For multi-class or highly imbalanced binary tasks, macro treats classes equally; micro aggregates globally.

In [None]:
# Quick illustration: compute macro/micro F1 via cross_validate (binary still OK)
scores = cross_validate(
    clf, X_train, y_train, cv=5,
    scoring={"f1_macro":"f1_macro", "f1_micro":"f1_micro", "f1":"f1"}
)
{m: (scores[f"test_{m}"].mean(), scores[f"test_{m}"].std()) for m in ["f1_macro","f1_micro","f1"]}


## 8) Multiple Metrics via cross_validate (one pass)
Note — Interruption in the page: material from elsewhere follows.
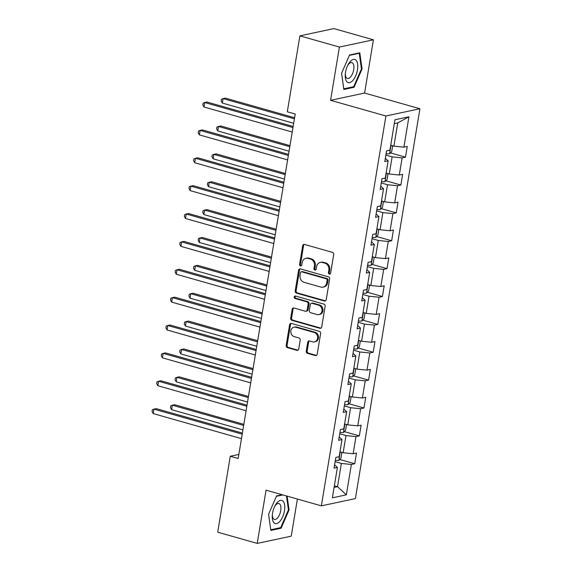<?xml version="1.0" encoding="UTF-8"?>
<svg xmlns="http://www.w3.org/2000/svg" width="572" height="572" viewBox="0 0 572 572"><rect width="100%" height="100%" fill="white"/><g stroke="black" fill="none" stroke-linecap="round" stroke-linejoin="round"><path stroke-width="0.86" d="M329.329 274.102A1.273 1.094 -102 0 0 330.616 273.18L333.705 254.547A1.816 1.566 -102 0 0 332.439 252.359L304.511 244.437A1.816 1.566 -102 0 0 302.674 245.745L299.585 264.378A1.273 1.094 -102 0 0 301.759 265L302.159 262.584A5.82 5.012 -102 0 1 305.906 258.301A5.82 5.012 -102 0 1 308.051 258.38L310.382 259.044A5.82 5.012 -102 0 1 314.414 266.066L314.014 268.475A1.273 1.094 -102 0 0 316.187 269.09L316.588 266.681A5.82 5.012 -102 0 1 320.341 262.398A5.82 5.012 -102 0 1 322.479 262.476L324.81 263.134A5.82 5.012 -102 0 1 328.843 270.156L328.442 272.565A1.273 1.094 -102 0 0 329.329 274.102M306.256 351.144A1.816 1.566 -102 0 0 307.522 353.339L315.358 355.562A1.816 1.566 -102 0 0 317.195 354.247L320.62 333.555A1.816 1.566 -102 0 0 319.362 331.36L291.434 323.437A1.816 1.566 -102 0 0 289.589 324.753L286.164 345.445A1.816 1.566 -102 0 0 287.43 347.64L296.889 350.329A1.816 1.566 -102 0 0 298.734 349.013L300.2 340.154A1.816 1.566 -102 0 0 298.942 337.959L294.244 336.629A4.862 4.19 -102 0 1 290.798 331.781A4.862 4.19 -102 0 1 294.008 327.184A4.862 4.19 -102 0 1 295.796 327.248L314.185 332.461A4.862 4.19 -102 0 1 317.632 337.308A4.862 4.19 -102 0 1 314.421 341.913A4.862 4.19 -102 0 1 312.634 341.849L309.566 340.976A1.816 1.566 -102 0 0 307.722 342.292L306.256 351.144L307.178 350.951A1.816 1.566 -102 0 0 308.437 353.146L316.273 355.369A1.816 1.566 -102 0 0 316.466 355.405M266.044 490.154L257.228 543.4L217.71 532.189L230.28 456.256L238.181 458.501L295.209 114.028L287.308 111.79L299.878 35.857L339.396 47.068L330.58 100.307L385.907 116.002L321.364 505.848L266.044 490.154M324.381 301.022A1.816 1.566 -102 0 0 326.226 299.707L329.651 279.014A1.816 1.566 -102 0 0 328.392 276.819L300.464 268.897A1.816 1.566 -102 0 0 298.62 270.213L295.195 290.905A1.816 1.566 -102 0 0 296.453 293.1L324.381 301.022L325.304 300.829A1.816 1.566 -102 0 0 325.497 300.865M325.139 306.285L321.714 326.977A1.816 1.566 -102 0 1 319.87 328.292L291.942 320.37A1.816 1.566 -102 0 1 290.683 318.175L292.149 309.323A1.816 1.566 -102 0 1 293.987 308.008L305.312 311.218A1.816 1.566 -102 0 0 307.157 309.902L308.129 304.032A1.816 1.566 -102 0 0 306.871 301.837L295.073 298.491A1.273 1.094 -102 0 1 295.481 296.039L323.874 304.089A1.816 1.566 -102 0 1 325.139 306.285M385.907 116.002L419.927 108.744L355.391 498.598L321.364 505.848M339.682 459.48L354.726 463.749L356.499 453.031L353.146 453.746L355.984 436.593L359.338 435.878L361.118 425.153L357.757 425.868L360.596 408.723L363.956 408.008L365.73 397.283L362.376 397.998L365.215 380.845L368.568 380.13L370.341 369.412L366.988 370.127L369.827 352.974L373.18 352.259L374.96 341.541L371.6 342.256L374.438 325.103L377.799 324.388L379.572 313.671L376.219 314.385L379.057 297.233L382.411 296.518L384.184 285.8L380.83 286.515L383.669 269.362L387.022 268.647L388.803 257.922L385.442 258.637L388.281 241.491L391.641 240.769L393.414 230.051L390.061 230.766L392.9 213.613L396.253 212.898L398.026 202.181L394.673 202.896L397.511 185.743L400.865 185.028L402.645 174.31L399.285 175.025L402.123 157.872L405.484 157.157L407.257 146.439L403.903 147.154L408.93 116.781L394.952 119.762L389.925 150.136L386.565 150.851L384.792 161.569L388.152 160.854L385.349 158.23M354.726 463.749L351.372 464.464L346.339 494.837L332.368 497.819L337.394 467.446L334.034 468.161L335.814 457.443L339.167 456.728L342.006 439.575L338.653 440.29L340.426 429.565L343.779 428.85L346.625 411.697L343.264 412.419L345.038 401.694L348.398 400.979L351.237 383.826L347.883 384.541L349.656 373.823L353.01 373.108L355.848 355.956L352.495 356.671L354.268 345.953L357.622 345.238L360.467 328.085L357.107 328.8L358.88 318.082L362.24 317.367L365.079 300.214L361.726 300.929L363.499 290.211L366.852 289.496L369.691 272.343L366.337 273.058L368.111 262.333L371.464 261.618L374.31 244.466L370.949 245.188L372.722 234.463L376.083 233.748L378.921 216.595L375.568 217.31L377.341 206.592L380.695 205.877L383.533 188.724L380.18 189.439L381.953 178.721L385.306 178.006L388.152 160.854M339.725 433.805L345.981 435.585L343.143 452.738L339.975 451.837M339.203 436.951L342.006 439.575M343.143 452.738L353.146 453.746M345.981 435.585L355.984 436.593M344.337 405.934L350.6 407.707L347.762 424.86L344.594 423.966M343.815 409.08L346.625 411.697M347.762 424.86L357.757 425.868M350.6 407.707L360.596 408.723M348.956 378.063L355.212 379.837L352.373 396.989L349.206 396.096M348.434 381.202L351.237 383.826M352.373 396.989L362.376 397.998M355.212 379.837L365.215 380.845M353.567 350.193L359.824 351.966L356.985 369.119L353.818 368.218M353.046 353.332L355.848 355.956M356.985 369.119L366.988 370.127M359.824 351.966L369.827 352.974M358.179 322.322L364.443 324.095L361.604 341.248L358.437 340.347M357.657 325.461L360.467 328.085M361.604 341.248L371.6 342.256M364.443 324.095L374.438 325.103M362.798 294.444L369.054 296.224L366.216 313.377L363.048 312.476M362.276 297.59L365.079 300.214M366.216 313.377L376.219 314.385M369.054 296.224L379.057 297.233M367.41 266.573L373.666 268.354L370.828 285.5L367.66 284.606M366.888 269.719L369.691 272.343M370.828 285.5L380.83 286.515M373.666 268.354L383.669 269.362M372.022 238.703L378.285 240.476L375.447 257.629L372.279 256.735M371.507 241.849L374.31 244.466M375.447 257.629L385.442 258.637M378.285 240.476L388.281 241.491M376.641 210.832L382.897 212.605L380.058 229.758L376.891 228.864M376.119 213.971L378.921 216.595M380.058 229.758L390.061 230.766M382.897 212.605L392.9 213.613M381.252 182.961L387.509 184.735L384.67 201.887L381.503 200.987M380.73 186.1L383.533 188.724M384.67 201.887L394.673 202.896M387.509 184.735L397.511 185.743M385.864 155.091L392.127 156.864L389.289 174.017L386.121 173.116M389.289 174.017L399.285 175.025M392.127 156.864L402.123 157.872M408.93 116.781L397.747 122.916L393.901 146.146L390.733 145.245M393.901 146.146L403.903 147.154M330.58 100.307L364.6 93.05L373.416 39.811L339.396 47.068M373.416 39.811L333.898 28.6L299.878 35.857M257.228 543.4L291.248 536.143L297.39 499.049M364.6 93.05L419.927 108.744M238.86 454.425L230.28 456.256M397.747 122.916L394.308 123.652M334.355 485.785L337.523 486.679L341.37 463.456L335.113 461.675M334.091 487.416L337.523 486.679L346.339 494.837M334.591 464.822L337.394 467.446M341.37 463.456L351.372 464.464M390.433 152.888L405.484 157.157M385.821 180.759L400.865 185.028M381.209 208.63L396.253 212.898M376.591 236.508L391.641 240.769M371.979 264.378L387.022 268.647M367.367 292.249L382.411 296.518M362.748 320.12L377.799 324.388M358.136 347.99L373.18 352.259M353.525 375.861L368.568 380.13M348.906 403.739L363.956 408.008M344.294 431.61L359.338 435.878M341.577 73.316L343.843 89.468L354.089 87.28L362.069 68.947L359.802 52.796L349.549 54.983L341.577 73.316M282.168 494.73L276.555 495.931L268.575 514.264L270.849 530.416L281.095 528.228L289.067 509.895L287.137 496.138M361.411 68.762L362.069 68.947M352.731 86.894L354.089 87.28M279.737 527.842L281.095 528.228M288.41 509.709L289.067 509.895M330.23 273.902A1.273 1.094 -102 0 1 329.365 272.372L329.765 269.963A5.82 5.012 -102 0 0 325.725 262.941L324.81 263.134M320.341 262.398L321.257 262.198A5.82 5.012 -102 0 1 323.402 262.276L325.725 262.941M305.906 258.301L306.828 258.108A5.82 5.012 -102 0 1 308.973 258.187L311.297 258.844A5.82 5.012 -102 0 1 315.336 265.866L314.936 268.275A1.273 1.094 -102 0 0 315.801 269.805M304.318 244.394A1.816 1.566 -102 0 0 303.589 245.552L300.507 264.185A1.273 1.094 -102 0 0 301.373 265.715M300.271 268.854A1.816 1.566 -102 0 0 299.542 270.013L296.117 290.712A1.816 1.566 -102 0 0 297.376 292.907L325.304 300.829M327.163 280.33A1.273 1.094 -102 0 0 326.276 278.793L301.766 271.836A1.273 1.094 -102 0 0 300.472 272.758L300.05 275.304A5.82 5.012 -102 0 0 304.089 282.318L320.849 287.072A5.82 5.012 -102 0 0 322.987 287.151A5.82 5.012 -102 0 0 326.741 282.868L327.163 280.33L328.078 280.13A1.273 1.094 -102 0 0 327.198 278.593L326.276 278.793M301.294 271.822L302.216 271.621A1.273 1.094 -102 0 1 302.681 271.643L327.198 278.593M322.987 287.151L323.909 286.958A5.82 5.012 -102 0 0 327.656 282.675L326.741 282.868M328.078 280.13L327.656 282.675M293.793 307.965A1.816 1.566 -102 0 0 293.064 309.123L291.598 317.982A1.816 1.566 -102 0 0 292.864 320.177L320.792 328.099A1.816 1.566 -102 0 0 320.985 328.135M305.984 311.247L306.907 311.046A1.816 1.566 -102 0 0 308.079 309.709L309.052 303.832A1.816 1.566 -102 0 0 307.786 301.644L295.996 298.298L295.073 298.491M295.502 296.039A1.273 1.094 -102 0 0 295.996 298.298M317.067 314.55A4.862 4.19 -102 0 0 318.861 314.621A4.862 4.19 -102 0 0 322.065 310.017A4.862 4.19 -102 0 0 318.618 305.169L312.14 303.332A1.816 1.566 -102 0 0 310.303 304.647L309.33 310.524A1.816 1.566 -102 0 0 310.589 312.712L317.067 314.55M318.861 314.621L319.777 314.421A4.862 4.19 -102 0 0 322.987 309.824A4.862 4.19 -102 0 0 319.541 304.976L318.618 305.169M311.475 303.31L312.391 303.11A1.816 1.566 -102 0 1 313.063 303.139L319.541 304.976M309.373 340.933A1.816 1.566 -102 0 0 308.644 342.092L307.178 350.951M314.421 341.913L315.344 341.713A4.862 4.19 -102 0 0 318.547 337.115A4.862 4.19 -102 0 0 315.1 332.268L314.185 332.461M294.008 327.184L294.923 326.984A4.862 4.19 -102 0 1 296.718 327.055L315.1 332.268M291.241 323.402A1.816 1.566 -102 0 0 290.512 324.56L287.087 345.252A1.816 1.566 -102 0 0 288.345 347.447L297.812 350.128A1.816 1.566 -102 0 0 298.005 350.171M391.813 145.553L392.585 146.246L391.691 151.601L389.561 153.782A4.912 1.037 -170.6 0 1 386.093 153.732M294.594 117.753L225.397 98.127L223.101 98.613L222.365 103.082L293.672 123.309M388.309 150.479A4.912 1.037 9.4 0 0 389.239 150.479L389.811 150.157M389.961 149.921L390.147 148.791M294.416 118.84L223.101 98.613L221.514 99.228L221.221 101.008L222.365 103.082M293.15 126.483L207.007 102.045L204.712 102.538L292.971 127.57M203.968 107L202.831 104.933L203.124 103.146L204.712 102.538L203.968 107L292.228 132.039M346.854 81.739A12.041 5.563 105.8 0 0 355.72 75.747A12.041 5.563 105.8 0 0 356.156 60.346A12.041 5.563 105.8 0 0 348.098 64.665A12.041 5.563 105.8 0 0 345.259 74.675A12.041 5.563 105.8 0 0 346.854 81.739M345.338 73.745A8.244 3.804 105.8 0 0 346.446 77.835A8.244 3.804 105.8 0 0 347.383 78.443A8.244 3.804 105.8 0 0 352.938 72.658A8.244 3.804 105.8 0 0 352.817 63.192A8.244 3.804 105.8 0 0 351.887 62.577A8.244 3.804 105.8 0 0 347.676 65.501M349.378 55.377L359.237 53.275L361.433 68.926L353.703 86.687L343.779 88.803L341.591 73.273M358.508 53.074L359.237 53.275M284.484 510.717A12.041 5.563 105.8 0 0 282.325 500.622A12.041 5.563 105.8 0 0 275.103 505.619A12.041 5.563 105.8 0 0 272.529 513.263A12.041 5.563 105.8 0 0 272.265 515.622A12.041 5.563 105.8 0 0 277.213 523.409A12.041 5.563 105.8 0 0 284.484 510.717M272.336 514.693A8.244 3.804 105.8 0 0 274.388 519.39A8.244 3.804 105.8 0 0 280.73 510.589A8.244 3.804 105.8 0 0 278.886 503.524A8.244 3.804 105.8 0 0 274.674 506.449M270.749 529.743L268.597 514.221M276.383 496.324L282.897 494.937M286.479 495.953L288.431 509.874L280.702 527.634L270.778 529.751M387.201 173.423L387.966 174.117L387.08 179.479L384.942 181.653A4.912 1.037 -170.6 0 1 381.474 181.603M289.983 145.624L220.785 125.997L218.49 126.483L217.746 130.952L289.06 151.18M383.698 178.35A4.912 1.037 9.4 0 0 384.62 178.35L385.192 178.028M385.342 177.792L385.535 176.662M289.797 146.718L218.49 126.483L216.902 127.098L216.602 128.886L217.746 130.952M382.589 201.294L383.354 201.987L382.468 207.35L380.33 209.531A4.912 1.037 -170.6 0 1 376.862 209.474M285.364 173.495L216.173 153.868L213.871 154.361L213.134 158.823L284.448 179.05M379.086 206.22A4.912 1.037 9.4 0 0 380.008 206.227L380.58 205.899M380.73 205.67L380.916 204.533M285.185 174.589L213.871 154.361L212.283 154.969L211.99 156.757L213.134 158.823M288.531 154.354L202.395 129.915L200.1 130.409L288.352 155.441M199.356 134.878L198.212 132.804L198.513 131.017L200.1 130.409L199.356 134.878L287.616 159.91M283.919 182.225L197.783 157.793L195.481 158.28L283.741 183.319M194.745 162.748L193.601 160.675L193.894 158.887L195.481 158.28L194.745 162.748L282.997 187.78M377.97 229.165L378.743 229.858L377.849 235.221L375.718 237.401A4.912 1.037 -170.6 0 1 372.25 237.344M280.752 201.365L211.554 181.739L209.259 182.232L208.523 186.694L279.83 206.928M374.467 234.091A4.912 1.037 9.4 0 0 375.396 234.098L375.968 233.776M376.119 233.54L376.304 232.404M280.573 202.459L209.259 182.232L207.672 182.84L207.379 184.627L208.523 186.694M373.359 257.042L374.124 257.736L373.237 263.091L371.099 265.272A4.912 1.037 -170.6 0 1 367.632 265.215M276.14 229.236L206.942 209.609L204.647 210.103L203.904 214.572L275.218 234.799M369.855 261.962A4.912 1.037 9.4 0 0 370.778 261.969L371.35 261.647M371.5 261.411L371.693 260.281M275.954 230.33L204.647 210.103L203.06 210.71L202.76 212.498L203.904 214.572M368.747 284.913L369.512 285.607L368.625 290.962L366.488 293.143A4.912 1.037 -170.6 0 1 363.02 293.086M271.521 257.114L202.331 237.487L200.028 237.973L199.292 242.442L270.606 262.67M365.243 289.84A4.912 1.037 9.4 0 0 366.166 289.84L366.738 289.518M366.888 289.282L367.074 288.152M271.342 258.201L200.028 237.973L198.441 238.581L198.148 240.369L199.292 242.442M279.308 210.096L193.164 185.664L190.869 186.15L279.129 211.19M190.126 190.619L188.989 188.545L189.282 186.765L190.869 186.15L190.126 190.619L278.385 215.651M274.689 237.966L188.553 213.535L186.257 214.021L274.51 239.06M185.514 218.49L184.37 216.423L184.67 214.636L186.257 214.021L185.514 218.49L273.773 243.529M270.077 265.837L183.941 241.405L181.639 241.899L269.898 266.931M180.902 246.36L179.758 244.294L180.051 242.507L181.639 241.899L180.902 246.36L269.155 271.4M364.128 312.784L364.893 313.477L364.007 318.84L361.876 321.014A4.912 1.037 -170.6 0 1 358.408 320.963M266.909 284.985L197.712 265.358L195.417 265.844L194.68 270.313L265.987 290.54M360.625 317.71A4.912 1.037 9.4 0 0 361.554 317.71L362.126 317.388M362.276 317.153L362.462 316.023M266.731 286.072L195.417 265.844L193.829 266.459L193.536 268.239L194.68 270.313M265.465 293.715L179.322 269.276L177.027 269.769L265.286 294.802M176.283 274.238L175.146 272.165L175.44 270.377L177.027 269.769L176.283 274.238L264.543 299.27M359.516 340.655L360.281 341.348L359.395 346.711L357.257 348.884A4.912 1.037 -170.6 0 1 353.789 348.834M262.298 312.855L193.1 293.229L190.805 293.715L190.061 298.184L261.375 318.411M356.013 345.581A4.912 1.037 9.4 0 0 356.935 345.581L357.507 345.259M357.657 345.03L357.85 343.894M262.112 313.949L190.805 293.715L189.218 294.33L188.917 296.117L190.061 298.184M260.846 321.586L174.71 297.147L172.415 297.64L260.668 322.672M171.671 302.109L170.528 300.035L170.828 298.248L172.415 297.64L171.671 302.109L259.931 327.141M354.905 368.525L355.67 369.219L354.783 374.581L352.645 376.762A4.912 1.037 -170.6 0 1 349.177 376.705M257.679 340.726L188.488 321.099L186.186 321.593L185.45 326.054L256.764 346.282M351.401 373.452A4.912 1.037 9.4 0 0 352.323 373.459L352.895 373.13M353.046 372.901L353.231 371.764M257.5 341.82L186.186 321.593L184.599 322.2L184.306 323.988L185.45 326.054M256.235 349.456L170.099 325.025L167.796 325.511L256.056 350.55M167.06 329.98L165.916 327.906L166.209 326.119L167.796 325.511L167.06 329.98L255.312 355.012M350.286 396.396L351.051 397.09L350.164 402.452L348.033 404.633A4.912 1.037 -170.6 0 1 344.566 404.576M253.067 368.597L183.869 348.97L181.574 349.463L180.838 353.932L252.145 374.159M346.782 401.322A4.912 1.037 9.4 0 0 347.712 401.329L348.276 401.008M348.434 400.772L348.62 399.635M252.888 369.691L181.574 349.463L179.987 350.071L179.694 351.859L180.838 353.932M251.623 377.327L165.48 352.895L163.184 353.382L251.444 378.421M162.441 357.85L161.297 355.784L161.597 353.997L163.184 353.382L162.441 357.85L250.7 382.882M345.674 424.274L346.439 424.967L345.552 430.323L343.414 432.503A4.912 1.037 -170.6 0 1 339.947 432.446M248.455 396.475L179.258 376.841L176.963 377.334L176.219 381.803L247.533 402.03M342.17 429.193A4.912 1.037 9.4 0 0 343.093 429.2L343.665 428.878M343.815 428.642L344.008 427.513M248.269 397.561L176.963 377.334L175.375 377.942L175.075 379.729L176.219 381.803M247.004 405.198L160.868 380.766L158.566 381.252L246.825 406.292M157.829 385.721L156.685 383.655L156.985 381.867L158.566 381.252L157.829 385.721L246.089 410.76M341.062 452.145L341.827 452.838L340.941 458.193L338.803 460.374A4.912 1.037 -170.6 0 1 335.335 460.317M243.836 424.345L174.646 404.719L172.344 405.205L171.607 409.674L242.921 429.901M337.559 457.071A4.912 1.037 9.4 0 0 338.481 457.071L339.053 456.749M339.203 456.513L339.389 455.383M243.658 425.432L172.344 405.205L170.756 405.813L170.463 407.6L171.607 409.674M242.392 433.068L156.256 408.637L153.954 409.13L242.213 434.162M153.217 413.592L152.073 411.525L152.367 409.738L153.954 409.13L153.217 413.592L241.47 438.631M329.765 269.963L328.843 270.156M323.402 262.276L322.479 262.476M314.936 268.275L314.014 268.475M315.336 265.866L314.414 266.066M311.297 258.844L310.382 259.044M308.973 258.187L308.051 258.38M300.507 264.185L299.585 264.378M303.589 245.552L302.674 245.745M329.365 272.372L328.442 272.565M297.376 292.907L296.453 293.1M296.117 290.712L295.195 290.905M299.542 270.013L298.62 270.213M302.681 271.643L301.766 271.836M320.792 328.099L319.87 328.292M292.864 320.177L291.942 320.37M291.598 317.982L290.683 318.175M293.064 309.123L292.149 309.323M308.079 309.709L307.157 309.902M309.052 303.832L308.129 304.032M307.786 301.644L306.871 301.837M313.063 303.139L312.14 303.332M308.644 342.092L307.722 342.292M296.718 327.055L295.796 327.248M297.812 350.128L296.889 350.329M288.345 347.447L287.43 347.64M287.087 345.252L286.164 345.445M290.512 324.56L289.589 324.753M316.273 355.369L315.358 355.562M308.437 353.146L307.522 353.339M389.611 153.732L391.005 145.324M388.831 150.364L389.239 150.479M384.999 181.603L386.393 173.194M384.22 178.235L384.62 178.35M380.387 209.474L381.774 201.065M379.601 206.113L380.008 206.227M375.768 237.344L377.162 228.936M374.989 233.984L375.396 234.098M371.156 265.215L372.551 256.807M370.377 261.854L370.778 261.969M366.545 293.086L367.932 284.684M365.758 289.725L366.166 289.84M361.926 320.963L363.32 312.555M361.147 317.596L361.554 317.71M357.314 348.834L358.708 340.426M356.535 345.467L356.935 345.581M352.702 376.705L354.089 368.296M351.916 373.344L352.323 373.459M348.083 404.576L349.478 396.167M347.304 401.215L347.712 401.329M343.472 432.446L344.866 424.038M342.692 429.086L343.093 429.2M338.86 460.317L340.247 451.916M338.073 456.957L338.481 457.071"/></g></svg>

Tip: Report mean ± std over folds to communicate stability.

In [None]:
scorers = {
    "acc": "accuracy",
    "f1": "f1",
    "rocauc": "roc_auc",
    "avg_prec": "average_precision",
    "bal_acc": "balanced_accuracy"
}
cv = cross_validate(clf, X_train, y_train, cv=5, scoring=scorers, return_train_score=False)
pd.DataFrame(cv).agg(["mean","std"]).T


9) Putting It Together: Metric Selection

* Balanced data & equal error costs: accuracy, F1.
* Rare positives (imbalance): PR curve, Average Precision, recall/F1.
* Screening (don’t miss positives): high recall, monitor FP.
* Auto-action (avoid false alarms): high precision, accept lower recall.
* Ranking scenarios: ROC-AUC.
* Unequal class importance: balanced accuracy, specificity + sensitivity.

## Summary

You computed and interpreted: Accuracy, Precision, Recall, F1, Confusion Matrix, ROC-AUC, PR/AP, Balanced Accuracy, and performed threshold tuning & CV with multiple metrics. You can now select and justify the right metric for the business need and set an operating threshold that matches risk.